◆ PROBLEM DESCRIPTION ◆
Check each line of the records below and collect those holding "result".

◆ SOURCE MATERIAL ◆
•••••
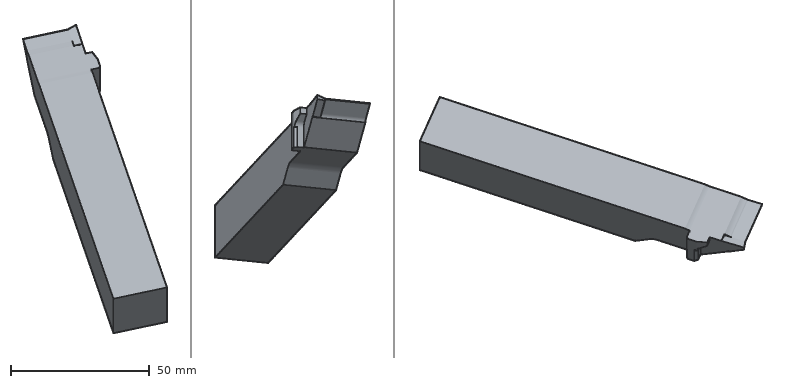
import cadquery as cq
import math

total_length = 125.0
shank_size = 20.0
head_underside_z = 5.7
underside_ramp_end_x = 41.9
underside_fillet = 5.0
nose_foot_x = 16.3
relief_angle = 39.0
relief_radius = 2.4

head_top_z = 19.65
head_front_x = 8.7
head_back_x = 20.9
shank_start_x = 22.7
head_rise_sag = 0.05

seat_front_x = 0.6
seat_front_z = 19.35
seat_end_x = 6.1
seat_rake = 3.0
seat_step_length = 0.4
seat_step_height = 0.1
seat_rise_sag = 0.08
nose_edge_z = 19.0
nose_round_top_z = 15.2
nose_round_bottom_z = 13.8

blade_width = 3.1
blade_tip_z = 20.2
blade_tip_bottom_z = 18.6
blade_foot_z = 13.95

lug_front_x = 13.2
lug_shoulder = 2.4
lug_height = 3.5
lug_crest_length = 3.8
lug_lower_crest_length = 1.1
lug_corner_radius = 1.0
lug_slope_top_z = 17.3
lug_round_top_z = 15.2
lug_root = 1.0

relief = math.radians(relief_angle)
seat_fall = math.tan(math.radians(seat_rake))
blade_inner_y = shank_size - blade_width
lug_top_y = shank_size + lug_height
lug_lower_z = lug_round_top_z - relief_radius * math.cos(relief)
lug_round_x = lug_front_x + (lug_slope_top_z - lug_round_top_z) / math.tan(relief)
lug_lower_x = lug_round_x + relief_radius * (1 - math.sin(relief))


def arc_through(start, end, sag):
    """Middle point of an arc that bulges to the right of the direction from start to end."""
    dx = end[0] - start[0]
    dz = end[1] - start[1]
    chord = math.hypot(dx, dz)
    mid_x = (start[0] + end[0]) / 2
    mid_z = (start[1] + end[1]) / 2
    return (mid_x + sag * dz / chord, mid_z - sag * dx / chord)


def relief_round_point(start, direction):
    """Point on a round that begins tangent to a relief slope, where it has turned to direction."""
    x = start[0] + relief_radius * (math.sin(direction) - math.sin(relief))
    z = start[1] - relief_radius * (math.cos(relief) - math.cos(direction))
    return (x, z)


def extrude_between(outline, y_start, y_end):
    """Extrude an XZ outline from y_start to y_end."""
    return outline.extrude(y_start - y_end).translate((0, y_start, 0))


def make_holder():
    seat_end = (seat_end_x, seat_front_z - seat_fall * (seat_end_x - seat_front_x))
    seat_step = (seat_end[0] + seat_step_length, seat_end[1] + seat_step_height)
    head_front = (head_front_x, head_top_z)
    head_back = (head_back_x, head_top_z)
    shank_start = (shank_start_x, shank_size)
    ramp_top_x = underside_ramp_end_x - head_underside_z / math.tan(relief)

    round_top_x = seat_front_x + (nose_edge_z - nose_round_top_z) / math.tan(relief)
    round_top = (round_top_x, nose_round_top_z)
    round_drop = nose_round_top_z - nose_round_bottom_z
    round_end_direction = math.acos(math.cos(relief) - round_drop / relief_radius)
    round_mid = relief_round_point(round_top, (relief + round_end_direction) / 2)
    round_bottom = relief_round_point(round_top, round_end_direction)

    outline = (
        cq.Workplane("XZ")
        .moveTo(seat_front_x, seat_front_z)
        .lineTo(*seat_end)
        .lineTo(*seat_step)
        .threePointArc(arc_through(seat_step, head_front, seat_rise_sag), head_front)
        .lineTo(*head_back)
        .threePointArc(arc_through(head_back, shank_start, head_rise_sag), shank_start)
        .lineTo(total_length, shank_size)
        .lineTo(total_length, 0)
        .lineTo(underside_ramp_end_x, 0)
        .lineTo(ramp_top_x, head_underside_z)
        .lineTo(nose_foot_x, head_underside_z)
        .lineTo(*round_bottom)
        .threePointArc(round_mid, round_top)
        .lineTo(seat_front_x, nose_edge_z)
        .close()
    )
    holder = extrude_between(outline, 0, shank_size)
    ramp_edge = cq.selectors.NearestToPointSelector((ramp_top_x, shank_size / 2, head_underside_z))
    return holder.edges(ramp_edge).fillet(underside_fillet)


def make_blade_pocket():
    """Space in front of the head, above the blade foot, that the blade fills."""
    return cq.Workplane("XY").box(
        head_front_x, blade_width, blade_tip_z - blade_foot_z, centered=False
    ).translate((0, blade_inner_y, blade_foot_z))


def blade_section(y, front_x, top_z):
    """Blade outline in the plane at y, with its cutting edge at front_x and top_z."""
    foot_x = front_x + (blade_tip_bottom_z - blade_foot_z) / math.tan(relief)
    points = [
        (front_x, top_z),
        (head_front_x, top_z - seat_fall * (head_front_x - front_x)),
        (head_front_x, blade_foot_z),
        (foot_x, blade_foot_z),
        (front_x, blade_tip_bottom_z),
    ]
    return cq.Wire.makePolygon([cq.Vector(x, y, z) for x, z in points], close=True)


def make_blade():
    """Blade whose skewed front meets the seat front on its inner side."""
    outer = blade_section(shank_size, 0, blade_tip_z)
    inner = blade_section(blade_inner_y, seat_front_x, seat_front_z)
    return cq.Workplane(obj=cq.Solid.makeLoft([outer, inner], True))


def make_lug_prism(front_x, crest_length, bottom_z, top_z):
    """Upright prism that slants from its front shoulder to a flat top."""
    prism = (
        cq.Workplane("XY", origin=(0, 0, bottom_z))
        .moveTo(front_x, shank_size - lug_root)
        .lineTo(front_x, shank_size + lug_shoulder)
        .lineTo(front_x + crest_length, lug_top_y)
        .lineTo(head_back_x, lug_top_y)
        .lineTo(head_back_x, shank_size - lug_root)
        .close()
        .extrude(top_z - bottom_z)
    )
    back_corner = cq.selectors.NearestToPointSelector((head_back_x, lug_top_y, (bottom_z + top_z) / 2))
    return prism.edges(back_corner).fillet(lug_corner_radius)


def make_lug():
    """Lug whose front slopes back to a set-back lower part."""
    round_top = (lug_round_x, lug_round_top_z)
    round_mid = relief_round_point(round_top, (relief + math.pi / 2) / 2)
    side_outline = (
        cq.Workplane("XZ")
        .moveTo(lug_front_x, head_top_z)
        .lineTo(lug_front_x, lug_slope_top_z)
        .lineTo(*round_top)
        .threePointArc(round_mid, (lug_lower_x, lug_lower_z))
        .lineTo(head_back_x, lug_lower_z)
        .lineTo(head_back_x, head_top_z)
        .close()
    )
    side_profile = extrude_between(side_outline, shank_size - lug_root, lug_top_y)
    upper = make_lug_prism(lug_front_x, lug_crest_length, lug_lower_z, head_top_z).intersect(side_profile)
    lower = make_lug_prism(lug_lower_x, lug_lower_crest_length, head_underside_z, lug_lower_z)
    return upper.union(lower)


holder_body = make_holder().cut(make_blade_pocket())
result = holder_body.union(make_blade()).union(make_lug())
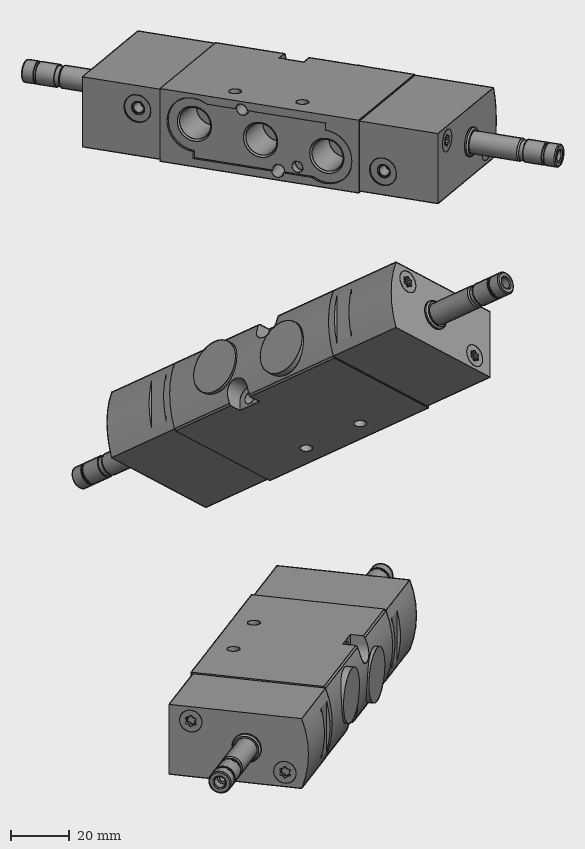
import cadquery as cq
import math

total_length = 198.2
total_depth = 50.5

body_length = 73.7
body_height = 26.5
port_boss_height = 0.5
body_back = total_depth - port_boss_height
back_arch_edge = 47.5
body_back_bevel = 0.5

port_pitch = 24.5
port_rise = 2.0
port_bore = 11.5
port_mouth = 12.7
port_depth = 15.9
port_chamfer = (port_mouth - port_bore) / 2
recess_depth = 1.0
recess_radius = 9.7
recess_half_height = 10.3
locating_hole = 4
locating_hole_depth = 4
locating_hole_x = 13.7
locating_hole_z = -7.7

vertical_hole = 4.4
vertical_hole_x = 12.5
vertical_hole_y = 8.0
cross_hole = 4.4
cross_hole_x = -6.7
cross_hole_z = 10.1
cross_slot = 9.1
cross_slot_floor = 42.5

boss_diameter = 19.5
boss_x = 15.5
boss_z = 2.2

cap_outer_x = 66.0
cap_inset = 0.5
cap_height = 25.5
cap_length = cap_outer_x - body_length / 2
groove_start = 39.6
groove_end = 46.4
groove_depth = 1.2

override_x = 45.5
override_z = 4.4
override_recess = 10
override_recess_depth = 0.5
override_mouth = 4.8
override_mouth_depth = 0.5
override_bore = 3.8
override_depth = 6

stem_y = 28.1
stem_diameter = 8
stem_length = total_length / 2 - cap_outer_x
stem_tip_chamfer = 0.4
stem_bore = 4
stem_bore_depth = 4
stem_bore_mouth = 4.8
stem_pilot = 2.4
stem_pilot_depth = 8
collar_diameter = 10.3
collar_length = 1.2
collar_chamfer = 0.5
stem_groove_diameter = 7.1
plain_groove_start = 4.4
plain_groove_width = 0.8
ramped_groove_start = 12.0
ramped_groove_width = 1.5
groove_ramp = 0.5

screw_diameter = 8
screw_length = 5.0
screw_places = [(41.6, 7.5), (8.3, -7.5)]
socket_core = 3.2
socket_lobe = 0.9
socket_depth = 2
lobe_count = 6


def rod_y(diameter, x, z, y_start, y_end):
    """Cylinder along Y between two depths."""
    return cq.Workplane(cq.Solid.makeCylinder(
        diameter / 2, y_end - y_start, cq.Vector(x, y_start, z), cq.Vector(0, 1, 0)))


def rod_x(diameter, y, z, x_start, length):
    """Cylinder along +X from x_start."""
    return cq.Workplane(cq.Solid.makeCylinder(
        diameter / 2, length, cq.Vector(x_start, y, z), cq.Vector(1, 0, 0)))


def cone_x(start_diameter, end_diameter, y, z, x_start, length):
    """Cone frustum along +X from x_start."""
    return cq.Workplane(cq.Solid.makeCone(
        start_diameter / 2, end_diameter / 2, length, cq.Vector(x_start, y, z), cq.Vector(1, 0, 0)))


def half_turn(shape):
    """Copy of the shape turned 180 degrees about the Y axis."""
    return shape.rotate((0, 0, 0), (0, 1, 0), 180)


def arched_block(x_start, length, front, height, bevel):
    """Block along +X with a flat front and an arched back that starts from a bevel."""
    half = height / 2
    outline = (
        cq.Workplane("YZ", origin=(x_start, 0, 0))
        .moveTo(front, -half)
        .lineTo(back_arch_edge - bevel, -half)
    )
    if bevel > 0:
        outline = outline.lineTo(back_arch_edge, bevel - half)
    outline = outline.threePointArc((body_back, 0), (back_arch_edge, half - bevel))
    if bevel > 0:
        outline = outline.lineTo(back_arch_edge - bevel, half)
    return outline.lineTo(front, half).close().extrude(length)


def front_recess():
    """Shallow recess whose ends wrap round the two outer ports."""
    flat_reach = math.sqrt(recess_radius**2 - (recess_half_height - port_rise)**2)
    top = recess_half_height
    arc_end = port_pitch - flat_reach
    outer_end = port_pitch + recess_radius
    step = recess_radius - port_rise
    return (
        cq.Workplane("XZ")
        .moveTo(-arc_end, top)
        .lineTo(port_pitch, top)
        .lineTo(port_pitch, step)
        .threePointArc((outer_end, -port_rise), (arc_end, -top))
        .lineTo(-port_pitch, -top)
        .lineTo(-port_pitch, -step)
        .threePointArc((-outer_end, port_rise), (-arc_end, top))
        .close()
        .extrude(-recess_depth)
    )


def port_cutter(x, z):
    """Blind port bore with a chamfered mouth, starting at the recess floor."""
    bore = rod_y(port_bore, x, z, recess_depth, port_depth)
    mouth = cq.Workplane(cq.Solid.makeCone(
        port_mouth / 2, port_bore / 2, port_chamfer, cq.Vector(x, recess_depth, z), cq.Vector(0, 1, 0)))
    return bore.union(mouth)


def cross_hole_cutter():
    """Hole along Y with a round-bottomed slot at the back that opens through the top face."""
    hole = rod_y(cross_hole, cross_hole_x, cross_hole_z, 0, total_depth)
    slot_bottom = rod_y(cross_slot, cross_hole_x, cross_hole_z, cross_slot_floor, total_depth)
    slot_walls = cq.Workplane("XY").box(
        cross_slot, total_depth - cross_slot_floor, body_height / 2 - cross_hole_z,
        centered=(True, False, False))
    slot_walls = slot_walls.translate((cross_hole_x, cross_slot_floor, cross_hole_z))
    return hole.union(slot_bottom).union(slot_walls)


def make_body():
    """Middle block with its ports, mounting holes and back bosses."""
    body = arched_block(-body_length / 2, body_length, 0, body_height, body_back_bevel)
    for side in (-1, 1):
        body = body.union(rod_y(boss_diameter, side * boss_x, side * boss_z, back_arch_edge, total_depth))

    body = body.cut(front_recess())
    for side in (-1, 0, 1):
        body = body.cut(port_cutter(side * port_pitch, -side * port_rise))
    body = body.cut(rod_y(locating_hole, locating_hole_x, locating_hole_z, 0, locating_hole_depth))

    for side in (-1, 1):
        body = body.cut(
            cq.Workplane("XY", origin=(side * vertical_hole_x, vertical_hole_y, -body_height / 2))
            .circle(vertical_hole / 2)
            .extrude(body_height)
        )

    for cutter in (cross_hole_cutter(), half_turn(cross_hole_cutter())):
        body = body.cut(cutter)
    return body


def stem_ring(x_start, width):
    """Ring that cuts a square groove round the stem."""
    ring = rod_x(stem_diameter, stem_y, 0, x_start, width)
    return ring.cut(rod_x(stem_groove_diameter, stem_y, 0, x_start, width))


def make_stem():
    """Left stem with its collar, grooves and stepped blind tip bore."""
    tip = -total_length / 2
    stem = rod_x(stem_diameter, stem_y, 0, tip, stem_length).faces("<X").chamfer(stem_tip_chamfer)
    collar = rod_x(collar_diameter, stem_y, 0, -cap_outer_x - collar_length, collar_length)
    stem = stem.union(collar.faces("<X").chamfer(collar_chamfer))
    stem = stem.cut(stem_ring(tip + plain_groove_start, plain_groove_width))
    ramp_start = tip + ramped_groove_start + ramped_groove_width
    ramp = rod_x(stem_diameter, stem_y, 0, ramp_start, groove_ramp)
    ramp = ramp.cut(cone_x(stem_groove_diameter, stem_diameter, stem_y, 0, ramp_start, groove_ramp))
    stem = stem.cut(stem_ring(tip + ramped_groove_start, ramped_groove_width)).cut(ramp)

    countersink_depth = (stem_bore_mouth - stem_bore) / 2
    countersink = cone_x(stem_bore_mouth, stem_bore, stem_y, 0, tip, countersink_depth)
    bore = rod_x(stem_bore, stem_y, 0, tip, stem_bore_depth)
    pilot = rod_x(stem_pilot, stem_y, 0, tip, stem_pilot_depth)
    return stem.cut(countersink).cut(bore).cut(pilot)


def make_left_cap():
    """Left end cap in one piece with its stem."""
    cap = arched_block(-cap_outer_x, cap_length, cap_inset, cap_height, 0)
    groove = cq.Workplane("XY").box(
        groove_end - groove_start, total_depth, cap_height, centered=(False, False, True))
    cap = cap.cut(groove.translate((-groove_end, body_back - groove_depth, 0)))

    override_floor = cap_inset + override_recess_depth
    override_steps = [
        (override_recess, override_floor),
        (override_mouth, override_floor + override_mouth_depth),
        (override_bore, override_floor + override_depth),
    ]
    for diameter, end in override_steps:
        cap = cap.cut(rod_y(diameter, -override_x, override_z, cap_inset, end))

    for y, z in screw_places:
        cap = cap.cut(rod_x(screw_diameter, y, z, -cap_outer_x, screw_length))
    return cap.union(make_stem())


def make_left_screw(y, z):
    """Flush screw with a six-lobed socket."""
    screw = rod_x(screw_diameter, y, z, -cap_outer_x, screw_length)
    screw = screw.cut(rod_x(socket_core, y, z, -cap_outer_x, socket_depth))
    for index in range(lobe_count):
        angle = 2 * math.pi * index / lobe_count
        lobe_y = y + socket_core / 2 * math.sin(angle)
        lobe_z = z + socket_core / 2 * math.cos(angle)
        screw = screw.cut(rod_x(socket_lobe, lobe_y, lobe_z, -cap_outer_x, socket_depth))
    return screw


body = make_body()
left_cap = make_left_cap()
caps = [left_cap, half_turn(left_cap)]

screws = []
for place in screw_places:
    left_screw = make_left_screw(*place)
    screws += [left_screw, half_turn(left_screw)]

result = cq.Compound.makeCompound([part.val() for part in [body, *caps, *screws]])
•••••
◆ TASK OUTPUT ◆
result = holder_body.union(make_blade()).union(make_lug())
result = cq.Compound.makeCompound([part.val() for part in [body, *caps, *screws]])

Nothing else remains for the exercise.